India began vaccinating health workers on Saturday in what is arguably the world’s largest vaccination campaign against Covid-19, joining wealthier countries where efforts are already underway.
The country is home to the world’s largest vaccine manufacturers and has one of the largest immunization programs. But there is no script for the sheer scale of the challenge.
Indian authorities hope to shoot 300 million people, roughly the US population and many times more than the existing program targeting 26 million infants. Recipients include 30 million doctors, nurses, and other frontline workers, followed by 270 million others, who are either over 50 or have illnesses that make them vulnerable to COVID-19.

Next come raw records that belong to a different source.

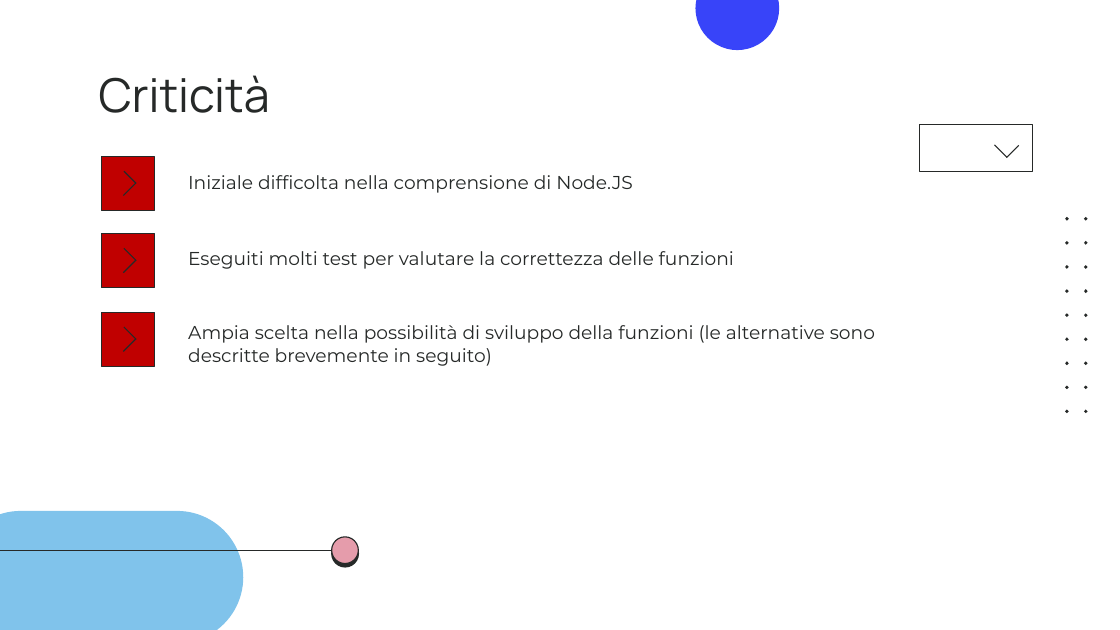
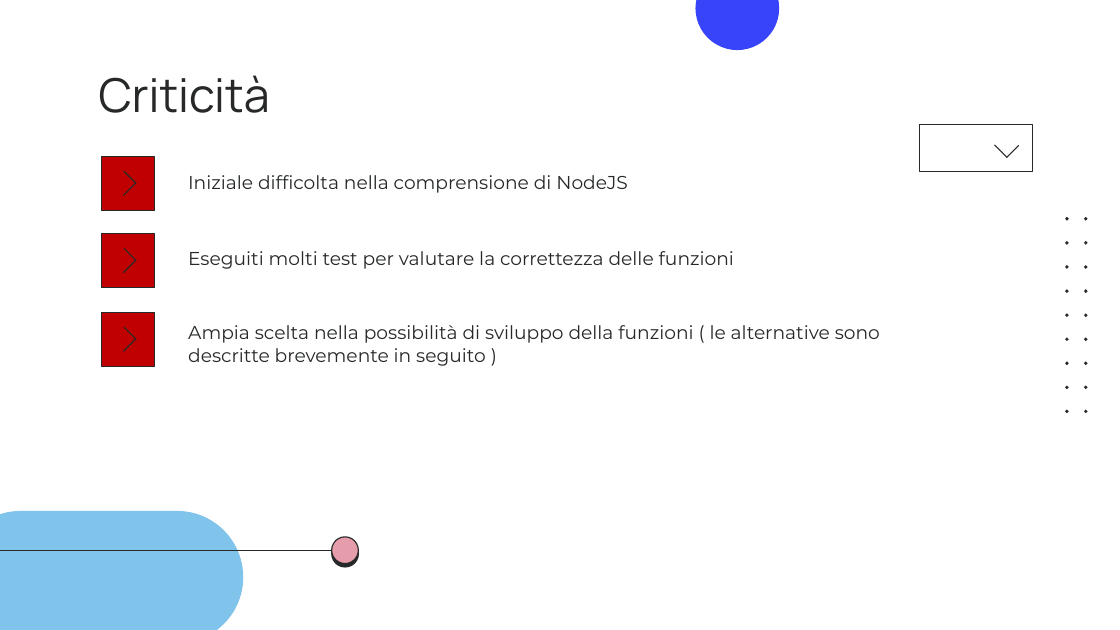
Before and after one commit to slocatelli30/CommuniTEDx, a slide deck: slide 38 of Progetto3.0/CommuniTEDx_3.0.pptx. Drawn at 1120x630 pixels with LibreOffice and Linux fonts; fonts in the diff are those of the drawing. Boxes give left, top, right and bottom in pixels: in the first picture for what was removed or moved away, otherwise in the second. Text is boxed around its words. In the diff, an @@ line names an element or a change of style, - is before the commit and + after.

```diff
--- a/Progetto3.0/CommuniTEDx_3.0.pptx
+++ b/Progetto3.0/CommuniTEDx_3.0.pptx
@@ text at (x1=188, y1=175, x2=628, y2=193): text changed @@
-Iniziale difficolta nella comprensione di Node.JS
+Iniziale difficolta nella comprensione di NodeJS
@@ text at (x1=188, y1=325, x2=880, y2=366): spaces changed @@
-Ampia scelta nella possibilità di sviluppo della funzioni (le alternative sono descritte brevemente in seguito)
+Ampia scelta nella possibilità di sviluppo della funzioni ( le alternative sono descritte brevemente in seguito )
```
Also in this commit, not shown: 11 other slides changed, 1 other file.
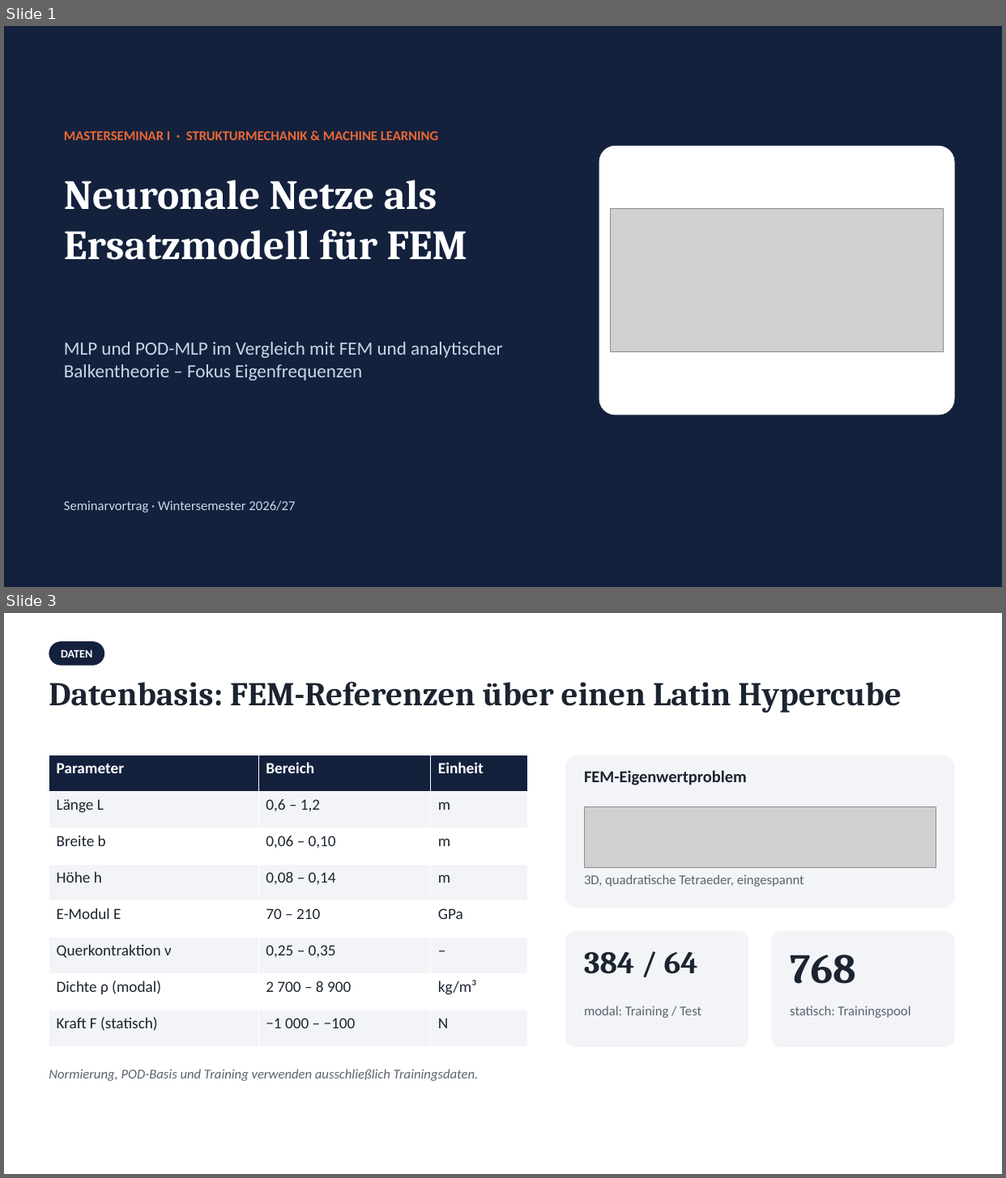
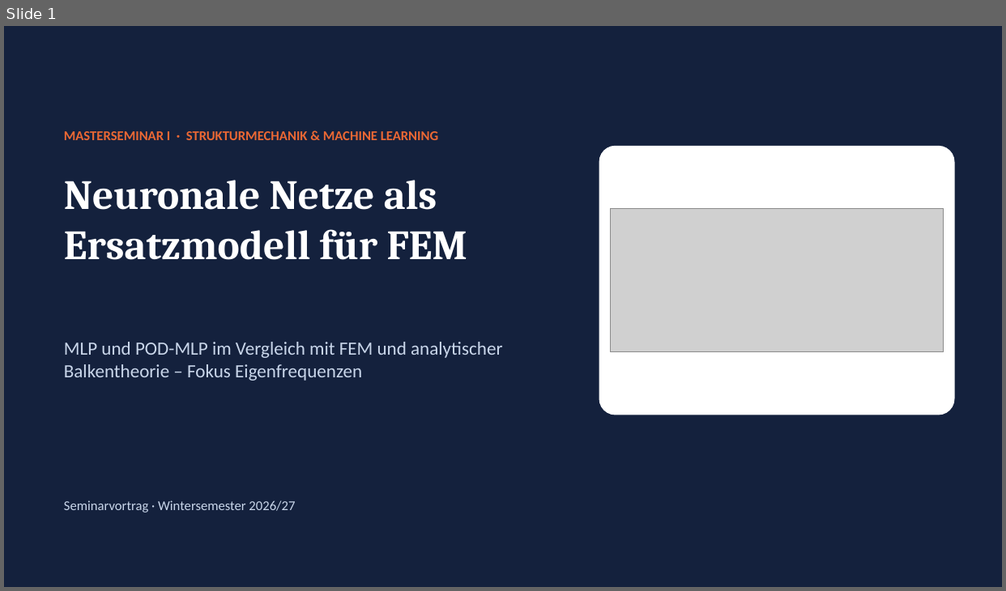
Before and after one commit to mircobuck/Seminar-I---Neuronale-Netz-als-Ersatzmodell-fuer-strukturmechanische-Berechnung, a slide deck: Praesentation/Vortrag_MLP_POD-MLP.pptx. Shown one above the other, each under a label of ours: slides 1 and 3 before the commit, slide 1 after it; the slides between them are not shown. The pictures are 1006x1178 and 1006x591 pixels, drawn with LibreOffice and Linux fonts; fonts in the diff are those of the drawing; grey boxes stand for pictures. Boxes give left, top, right and bottom in pixels: in the first picture for what was removed or moved away, otherwise in the second. Text is boxed around its words. In the diff, an @@ line names an element or a change of style, - is before the commit and + after.

```diff
--- a/Praesentation/Vortrag_MLP_POD-MLP.pptx
+++ b/Praesentation/Vortrag_MLP_POD-MLP.pptx
@@ slide 3 removed at [4,613,1002,1174], background #FFFFFF @@
@@ rounded rectangle removed at [49,641,104,666] @@
-DATEN
@@ text removed at [49,682,901,713] @@
-Datenbasis: FEM-Referenzen über einen Latin Hypercube
@@ table removed at [49,756,528,1047], 8 rows, 3 columns @@
-Parameter | Bereich | Einheit
-Länge L | 0,6 – 1,2 | m
-Breite b | 0,06 – 0,10 | m
-Höhe h | 0,08 – 0,14 | m
-E-Modul E | 70 – 210 | GPa
-Querkontraktion ν | 0,25 – 0,35 | –
-Dichte ρ (modal) | 2 700 – 8 900 | kg/m³
-Kraft F (statisch) | −1 000 – −100 | N
@@ rounded rectangle removed at [565,756,955,909] @@
@@ text removed at [584,770,747,786] @@
-FEM-Eigenwertproblem
@@ picture removed at [584,807,936,868] @@
@@ text removed at [584,875,804,887] @@
-3D, quadratische Tetraeder, eingespannt
@@ rounded rectangle removed at [565,931,749,1047] @@
@@ text removed at [584,952,698,974] @@
-384 / 64
@@ rounded rectangle removed at [771,931,955,1047] @@
@@ text removed at [790,955,855,984] @@
-768
@@ text removed at [584,1006,701,1018] @@
-modal: Training / Test
@@ text removed at [790,1006,910,1018] @@
-statisch: Trainingspool
@@ text removed at [49,1069,479,1081] @@
-Normierung, POD-Basis und Training verwenden ausschließlich Trainingsdaten.
```
Also in this commit, not shown: 4 slides changed, 2 slides added, 11 other slides removed, 7 other files.
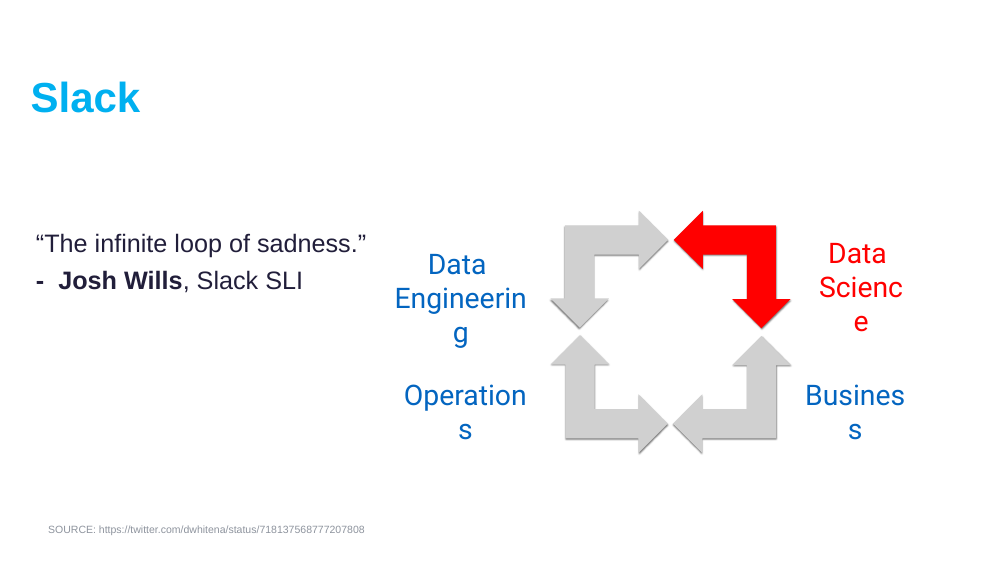
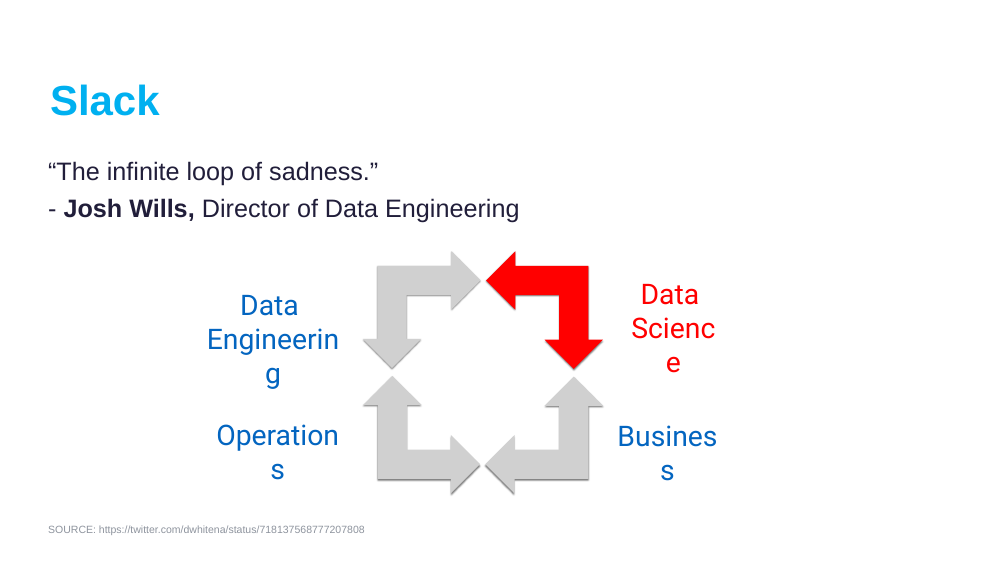
Before and after one commit to thomasnield/kotlinconf-datascience-talk, a slide deck: slide 17 of kotlin_for_data_science.pptx. Drawn at 1008x567 pixels with LibreOffice and Linux fonts; fonts in the diff are those of the drawing; grey boxes stand for pictures; background and template pictures are left out. Boxes give left, top, right and bottom in pixels: in the first picture for what was removed or moved away, otherwise in the second. Text is boxed around its words. In the diff, an @@ line names an element or a change of style, - is before the commit and + after.

```diff
--- a/kotlin_for_data_science.pptx
+++ b/kotlin_for_data_science.pptx
@@ text "Slack": place and size @@
-text "Slack" at (31,81,141,113)
+text "Slack" at (50,84,160,116)
@@ text "“The infinite loop of sadness.”": place and size @@
-text "“The infinite loop of sadness.”" at (36,233,366,293)
+text "“The infinite loop of sadness.”" at (48,161,519,222)
@@ text "“The infinite loop of sadness.”" at (48,161,519,222): vertical alignment top to middle @@
@@ text at (64,198,519,222): text changed; bold off @@
-- Josh Wills, Slack SLI
+- Josh Wills, Director of Data Engineering
@@ 2 pictures, 1 text, 1 left up arrow: place and size @@
-2 pictures, 1 text, 1 left up arrow at (551,211,887,453)
+2 pictures, 1 text, 1 left up arrow at (363,251,700,493)
@@ 3 texts, 1 picture: place and size @@
-3 texts, 1 picture at (393,211,914,413)
+3 texts, 1 picture at (206,251,726,454)
```
Also in this commit, not shown: 15 other slides changed.

The first dose of a vaccine was administered to a health worker at the All Indian Institute of Medical Sciences in the capital, New Delhi, after Prime Minister Narendra Modi launched the campaign with a national televised address. Priority groups in the vast country, from the Himalayas to the Andaman Islands in the Bay of Bengal, began receiving it shortly after.
“We’re launching the world’s largest vaccination program and it shows the world our capabilities,” Modi said in his speech. He implored citizens to remain vigilant and not believe “rumors about the safety of the vaccines.”
It was not clear whether Modi, 70, took the vaccine himself like other world leaders as an example of the safety of the shot. His government has said that in the initial phase of the rollout, politicians will not be seen as priority groups.
Health officials have not specified what percentage of the nearly 1.4 billion people will be targeted by the campaign. But experts say it will almost certainly be the largest such drive in the world.
The sheer scale has its obstacles. For example, India plans to rely heavily on a digital platform to track vaccine shipping and delivery. But public health experts point out that the internet remains patchy in many parts of the country, with some remote villages not being connected at all.
About 100 people will be vaccinated on day one at each of the country’s 3,006 centers, the health ministry said this week.
India nodded in favor of emergency use of two vaccines, one developed by Oxford University and British drug manufacturer AstraZeneca, on Jan. 4, and another by Indian company Bharat Biotech, on Jan. 4. Cargo planes flew 16.5 million shots to various Indian cities last week.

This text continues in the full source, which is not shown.